As previously mentioned, we recently had a play-test session for the Fictioneers rules. The game played well and we had a good time. Some parts of the rules have not been developed yet such as point cost for troops so we made up a scenario that had totally identical forces facing each other in a pitched battle. The terrain for the tabletop was placed in a mirror image arrangement from the one side to the other in order to ensure there was no advantage to either force. And lastly, I simply refereed the game since I have been doing the bulk of the writing/editing, and the players facing each other had a similar level of previous gaming experience. It made for an fascinating experiment.
The morning of the game, as I was setting up the battlefield, I realized to my dismay that although I was successful at hastily constructing, hastily constructed barricades… I had totally neglected to craft pieces to define the woods boundaries. In the photos you will notice my “felt pieces of shame” that are fine for the purpose though lacking in any ascetics to be proud of. I’ll be building proper pieces to replace the felt soon for sure. Defining the woods boundaries with flat-ish pieces of anything that the models can stand on is helpful. This allows you to move the individual plant models out of the way as needed for the troops to move through, measure distances, etc. If this base pieces resembles plant roots and smaller undergrowth, all the better. Watch for a future post with that craft project.
The battlefield had a good mix of hills, woods, rough, fence, and buildings for both sides to experience interacting with. Roads, rivers, and trenches will be included in an upcoming scenario which will focus on solo or cooperative play. Each side had a camp area to defend with a valuable building and piece of heavy equipment to guard. Plus there was a objective heavy chest in the center of the board to race to and carry off for extra victory points. I didn’t want both sides to just sit in their camp area the whole game so I made the chest be extra valuable point-wise. Too valuable it turns out but that is why we playtest, right? It’ll be scaled back for the official release of the scenario.

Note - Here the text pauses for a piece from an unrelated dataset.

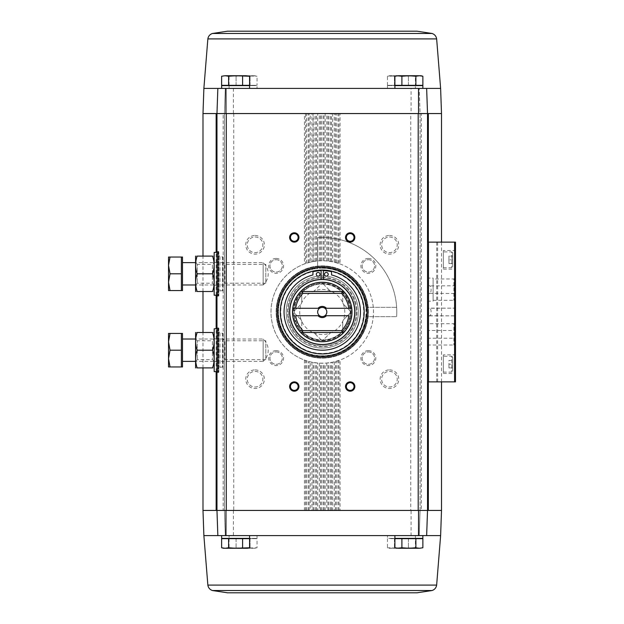 <?xml version="1.0" encoding="UTF-8"?>
<svg xmlns="http://www.w3.org/2000/svg" width="624" height="624" viewBox="0 0 624 624"><rect width="100%" height="100%" fill="white"/><g stroke="black" fill="none" stroke-linecap="round" stroke-linejoin="round"><path stroke-width="0.47" stroke-dasharray="3.12 2.34" d="M221.629 88.405L249.577 88.405M394.914 88.405L422.869 88.405M305.565 510.44L305.565 360.446L304.434 360.048A51.238 51.238 0 0 1 304.434 263.952L304.434 113.56L233.743 113.56L233.743 510.44L224.422 510.44L225.303 535.595L411.068 535.595L411.083 510.44L224.422 510.44L224.422 113.56L223.166 113.56L233.743 113.56L224.422 113.56L225.303 88.405L224.422 113.56L224.422 510.44L223.166 510.44L224.422 510.44L225.303 535.595L419.195 535.595L420.069 510.44L421.333 510.44L420.069 510.44L420.069 113.56L419.195 88.405L225.303 88.405L419.195 88.405L420.069 113.56L411.083 113.56L411.068 88.405M428.345 510.44L427.526 510.44L427.526 113.56L428.345 113.56M229.086 535.595L257.033 535.595L229.086 535.595L229.086 538.395L257.033 538.395L229.086 538.395M387.465 535.595L415.412 535.595L387.465 535.595L387.465 538.395L415.412 538.395L387.465 538.395M411.068 535.595L419.195 535.595L420.069 510.44L420.069 113.56L411.083 113.56M224.679 538.668L246.535 538.668L224.679 538.668M221.621 538.668L249.592 538.668M232.128 538.668L253.984 538.668L232.409 538.395M236.067 538.668L250.052 538.668L236.067 538.668L236.067 547.763L232.573 548.27L229.07 547.763L243.056 548.27L236.067 547.763L236.067 538.668M257.041 538.668L250.052 538.668L257.041 538.668L257.041 547.763L243.056 548.27L250.052 547.763L253.547 548.27L257.041 547.763L253.547 548.27L255.169 548.27M397.964 538.668L419.819 538.668L397.964 538.668M394.906 538.668L422.877 538.668M390.507 538.668L412.37 538.668L390.788 538.395M394.446 538.668L408.431 538.668L394.446 538.668L394.446 547.763L390.952 548.27L387.457 547.763L401.435 548.27L394.446 547.763L394.446 538.668M415.42 538.668L408.431 538.668L415.42 538.668L415.42 547.763L401.435 548.27L408.431 547.763L411.926 548.27L415.42 547.763L411.926 548.27L413.548 548.27M257.033 88.405L229.086 88.405L257.033 88.405L257.033 85.605L229.086 85.605L257.033 85.605M415.412 88.405L387.465 88.405L415.412 88.405L415.412 85.605L387.465 85.605L415.412 85.605M216.973 327.592L216.973 372.809L216.973 327.592L217.76 327.803L217.76 372.598L217.76 327.803L218.837 328.208L218.837 372.185L218.837 328.208M216.973 251.191L216.973 296.408L216.973 251.191L217.76 251.402L217.76 296.197L217.76 251.402L218.837 251.815L218.837 295.792L218.837 251.815M216.146 510.44L216.973 510.44L216.973 113.56L216.146 113.56M427.526 242.128L427.526 381.872L427.526 242.128L455.473 242.128L455.473 381.872L454.592 381.872L454.592 242.128M389.446 369.876A9.313 9.313 0 0 1 397.511 383.854A9.313 9.313 0 0 1 381.373 383.854A9.313 9.313 0 0 1 389.446 369.876M368.363 350.665A7.457 7.457 0 0 1 374.813 361.842A7.457 7.457 0 0 1 361.904 361.842A7.457 7.457 0 0 1 368.363 350.665M389.446 235.49A9.313 9.313 0 0 1 397.511 249.46A9.313 9.313 0 0 1 381.373 249.46A9.313 9.313 0 0 1 389.446 235.49M368.363 258.43A7.457 7.457 0 0 1 374.813 269.615A7.457 7.457 0 0 1 361.904 269.615A7.457 7.457 0 0 1 368.363 258.43M411.083 510.44L420.069 510.44L410.756 510.44L410.756 113.56L304.434 113.56L310.245 113.56L310.245 262.181A51.238 51.238 0 0 1 311.891 261.815L313.022 261.596L313.022 113.56M313.022 261.596L317.702 260.965A51.238 51.238 0 0 1 319.34 260.84L322.249 260.762A51.238 51.238 0 0 1 366.623 337.623A51.238 51.238 0 0 1 277.875 337.623A51.238 51.238 0 0 1 322.249 260.762L325.151 260.84A51.238 51.238 0 0 1 326.797 260.965L332.608 261.815A51.238 51.238 0 0 1 334.253 262.181L340.057 263.952A51.238 51.238 0 0 1 340.057 360.048L334.253 361.819A51.238 51.238 0 0 1 332.608 362.185L326.797 363.035A51.238 51.238 0 0 1 325.151 363.16L319.34 363.16A51.238 51.238 0 0 1 317.702 363.035L311.891 362.185A51.238 51.238 0 0 1 310.245 361.819L305.565 360.446M255.052 235.49A9.313 9.313 0 0 1 263.117 249.46A9.313 9.313 0 0 1 246.987 249.46A9.313 9.313 0 0 1 255.052 235.49M276.136 258.43A7.457 7.457 0 0 1 282.586 269.615A7.457 7.457 0 0 1 269.677 269.615A7.457 7.457 0 0 1 276.136 258.43M255.052 369.876A9.313 9.313 0 0 1 263.117 383.854A9.313 9.313 0 0 1 246.987 383.854A9.313 9.313 0 0 1 255.052 369.876M276.136 350.665A7.457 7.457 0 0 1 282.586 361.842A7.457 7.457 0 0 1 269.677 361.842A7.457 7.457 0 0 1 276.136 350.665M394.914 535.595L422.869 535.595M221.629 535.595L249.577 535.595M304.434 263.952L305.565 263.554L305.565 113.56M310.245 262.181L305.565 263.554M454.592 381.872L428.563 381.872L428.563 315.736L454.67 315.853L454.67 308.147L454.67 315.853L454.67 308.147L455.473 307.343L455.473 316.657L455.473 307.343L455.473 316.657L455.473 307.343L454.67 308.147L454.67 315.853L455.473 316.657L454.67 315.853L427.526 315.853L427.526 308.147L454.67 308.147L428.563 308.264L428.563 293.381L454.67 293.491L454.67 285.792L454.67 293.491L455.473 294.302L455.473 284.981L455.473 294.302M455.473 284.981L454.67 285.792L428.563 285.901C427.151 288.397 427.151 290.885 428.563 293.381C431.933 295.292 431.972 284.029 428.563 285.901L428.563 242.128M428.563 315.736C431.933 317.647 431.972 306.392 428.563 308.264C427.151 310.752 427.151 313.248 428.563 315.736M427.526 381.872L428.563 381.872M455.473 290.012L455.473 288.296L455.473 290.012L454.912 290.012L455.473 290.012M455.473 287.258L455.473 285.542L455.473 287.258L454.912 287.258L455.473 287.258L454.912 287.258L454.912 285.542L455.473 285.542L454.912 285.542L454.912 287.258L455.473 287.258M454.912 334.932L454.912 331.5L454.912 335.969L455.473 335.969L455.473 331.5L455.473 335.969L454.912 335.969L454.912 334.932L455.473 334.932M455.473 332.194L455.473 334.877L455.473 332.194L454.912 332.194M455.473 249.951L455.473 269.701L455.473 249.951L454.912 250.513L454.912 269.147L454.912 250.513L443.36 250.513L443.36 269.147L443.36 250.513M455.473 354.299L455.473 374.049L455.473 354.299L454.912 354.853L454.912 373.487L454.912 354.853L443.36 354.853L443.36 373.487L443.36 354.853M455.473 329.698L455.473 339.019L455.473 329.698L454.67 330.509L454.67 338.208L454.67 330.509L427.526 330.509L427.526 338.208L427.526 330.509M455.473 322.101L455.473 346.616L455.473 322.101L453.882 323.7L453.882 345.025L453.882 323.7L427.526 323.7L427.526 345.025L427.526 323.7M455.473 277.384L455.473 301.899L455.473 277.384L453.882 278.975L453.882 300.3L453.882 278.975L433.118 278.975L433.118 300.3L433.118 278.975M433.118 278.086L433.118 301.189L433.118 278.086L427.526 278.086L427.526 301.189L427.526 278.086M427.526 308.147L427.526 315.853M452.681 357.185L452.681 371.163L452.681 357.185L451.745 356.257L451.745 372.091L451.745 356.257L443.36 356.257L443.36 372.091L443.36 356.257M452.681 364.174L452.681 367.903L452.681 360.446L452.681 364.174L448.952 364.174L448.952 360.446L452.681 360.446L448.952 360.446L448.952 364.174L452.681 364.174M452.681 252.837L452.681 266.815L452.681 252.837L451.745 251.909L451.745 267.743L451.745 251.909L443.36 251.909L443.36 267.743L443.36 251.909M452.681 259.826L452.681 256.097L452.681 259.826L448.952 259.826L448.952 256.097L452.681 256.097L448.952 256.097L448.952 259.826L452.681 259.826M454.912 335.969L455.473 335.969M454.912 331.5L455.473 331.5M454.912 334.877L455.473 334.877M454.912 288.967L454.912 290.012L454.912 288.296L455.473 288.296L455.473 288.967L455.473 288.296L454.912 288.296L454.912 287.258L454.912 288.296L455.473 288.296L454.912 288.296L454.912 288.967L455.473 288.967M454.912 288.296L455.473 288.296M448.952 263.554L452.681 263.554L448.952 263.554L448.952 259.826L448.952 263.554M448.952 367.903L452.681 367.903L448.952 367.903L448.952 364.174L448.952 367.903M441.503 510.44L421.333 510.44L421.333 113.56L441.503 113.56M202.995 113.56L223.166 113.56L223.166 510.44L202.995 510.44M218.837 255.544L218.837 292.063L218.837 255.544L219.952 256.659L222.932 257.033L222.932 290.573L222.932 257.033M222.932 262.431L222.932 285.176L222.932 262.431L224.89 264.389L224.89 283.218L224.89 264.389L265.793 264.389L265.793 283.218L265.793 264.389M218.837 331.937L218.837 368.456L218.837 331.937L219.952 333.052L222.932 333.427L222.932 366.967L222.932 333.427M222.932 338.824L222.932 361.569L222.932 338.824L224.89 340.782L224.89 359.611L224.89 340.782L265.793 340.782L265.793 359.611L265.793 340.782M350.197 382.684A3.853 3.853 0 0 1 354.05 386.529A3.853 3.853 0 0 1 350.197 390.382A3.853 3.853 0 0 1 346.343 386.529A3.853 3.853 0 0 1 350.197 382.684M350.197 233.618A3.853 3.853 0 0 1 354.05 237.471A3.853 3.853 0 0 1 350.197 241.316A3.853 3.853 0 0 1 346.343 237.471A3.853 3.853 0 0 1 350.197 233.618M294.302 233.618A3.853 3.853 0 0 1 298.147 237.471A3.853 3.853 0 0 1 294.302 241.316A3.853 3.853 0 0 1 290.449 237.471A3.853 3.853 0 0 1 294.302 233.618M294.302 382.684A3.853 3.853 0 0 1 298.147 386.529A3.853 3.853 0 0 1 294.302 390.382A3.853 3.853 0 0 1 290.449 386.529A3.853 3.853 0 0 1 294.302 382.684M368.363 259.693A6.193 6.193 0 0 1 373.729 268.983A6.193 6.193 0 0 1 362.996 268.983A6.193 6.193 0 0 1 368.363 259.693A6.193 6.193 0 0 1 373.729 268.983A6.193 6.193 0 0 1 362.996 268.983A6.193 6.193 0 0 1 368.363 259.693M276.136 351.92A6.193 6.193 0 0 1 281.494 361.21A6.193 6.193 0 0 1 270.769 361.21A6.193 6.193 0 0 1 276.136 351.92A6.193 6.193 0 0 1 281.494 361.21A6.193 6.193 0 0 1 270.769 361.21A6.193 6.193 0 0 1 276.136 351.92M389.446 237.003A7.8 7.8 0 0 1 396.201 248.703A7.8 7.8 0 0 1 382.684 248.703A7.8 7.8 0 0 1 389.446 237.003A7.8 7.8 0 0 1 396.201 248.703A7.8 7.8 0 0 1 382.684 248.703A7.8 7.8 0 0 1 389.446 237.003M255.052 371.389A7.8 7.8 0 0 1 261.815 383.097A7.8 7.8 0 0 1 248.297 383.097A7.8 7.8 0 0 1 255.052 371.389A7.8 7.8 0 0 1 261.815 383.097A7.8 7.8 0 0 1 248.297 383.097A7.8 7.8 0 0 1 255.052 371.389M276.136 259.693A6.193 6.193 0 0 1 281.494 268.983A6.193 6.193 0 0 1 270.769 268.983A6.193 6.193 0 0 1 276.136 259.693A6.193 6.193 0 0 1 281.494 268.983A6.193 6.193 0 0 1 270.769 268.983A6.193 6.193 0 0 1 276.136 259.693M368.363 351.92A6.193 6.193 0 0 1 373.729 361.21A6.193 6.193 0 0 1 362.996 361.21A6.193 6.193 0 0 1 368.363 351.92A6.193 6.193 0 0 1 373.729 361.21A6.193 6.193 0 0 1 362.996 361.21A6.193 6.193 0 0 1 368.363 351.92M255.052 237.003A7.8 7.8 0 0 1 261.815 248.703A7.8 7.8 0 0 1 248.297 248.703A7.8 7.8 0 0 1 255.052 237.003A7.8 7.8 0 0 1 261.815 248.703A7.8 7.8 0 0 1 248.297 248.703A7.8 7.8 0 0 1 255.052 237.003M389.446 371.389A7.8 7.8 0 0 1 396.201 383.097A7.8 7.8 0 0 1 382.684 383.097A7.8 7.8 0 0 1 389.446 371.389A7.8 7.8 0 0 1 396.201 383.097A7.8 7.8 0 0 1 382.684 383.097A7.8 7.8 0 0 1 389.446 371.389M322.249 267.283A44.717 44.717 0 0 1 360.976 334.363A44.717 44.717 0 0 1 283.522 334.363A44.717 44.717 0 0 1 322.249 267.283M322.249 279.396A32.604 32.604 0 0 1 350.485 328.302A32.604 32.604 0 0 1 294.005 328.302A32.604 32.604 0 0 1 322.249 279.396A32.604 32.604 0 0 1 350.485 328.302A32.604 32.604 0 0 1 294.005 328.302A32.604 32.604 0 0 1 323.365 279.412A32.604 32.604 0 0 1 350.298 328.622A32.604 32.604 0 0 1 294.2 328.622A32.604 32.604 0 0 1 322.249 279.396A32.604 32.604 0 0 1 350.485 328.302A32.604 32.604 0 0 1 294.005 328.302A32.604 32.604 0 0 1 322.249 279.396A32.604 32.604 0 0 1 350.485 328.302A32.604 32.604 0 0 1 294.005 328.302A32.604 32.604 0 0 1 322.249 279.396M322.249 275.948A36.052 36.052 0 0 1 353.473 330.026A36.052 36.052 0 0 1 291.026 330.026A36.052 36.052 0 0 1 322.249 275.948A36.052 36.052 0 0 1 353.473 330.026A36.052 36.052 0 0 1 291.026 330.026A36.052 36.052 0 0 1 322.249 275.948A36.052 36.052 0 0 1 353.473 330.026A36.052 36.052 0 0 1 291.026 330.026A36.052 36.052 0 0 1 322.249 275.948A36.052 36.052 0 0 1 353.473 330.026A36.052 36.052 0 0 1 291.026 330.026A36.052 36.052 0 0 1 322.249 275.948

I did a really bad job of taking photos to document the turn-by-turn actions but this is a quick summary. Both sides made and early go at this same hill just west of board center. It was fought over for the entire game with the Death Raiders prevailing to take it in the end but at a point much too late in the game to be meaningful to them.
The action on the east side of the battlefield was quick and deadly for both sides. The Death Raiders took out 3 Legionnaires in one shot with a lucky mortar hit. The Legionnaires retaliated by first shooting the Raiders’ Combat Flyer down. That Flyer Pilot was the recon troop that called in the mortar round. The pilot survived the crash and called in another round which took out the Sitan Giant brute and caused the Sitan Apes to run for cover. The Death Raiders’ early lead was very disheartening to the Legionnaires but they soon rallied. The remaining Legionnaires put an end to the Raider spotter but a huge toll was already taken. A successful flank action on the east end of the battlefield was not able to develop for either side.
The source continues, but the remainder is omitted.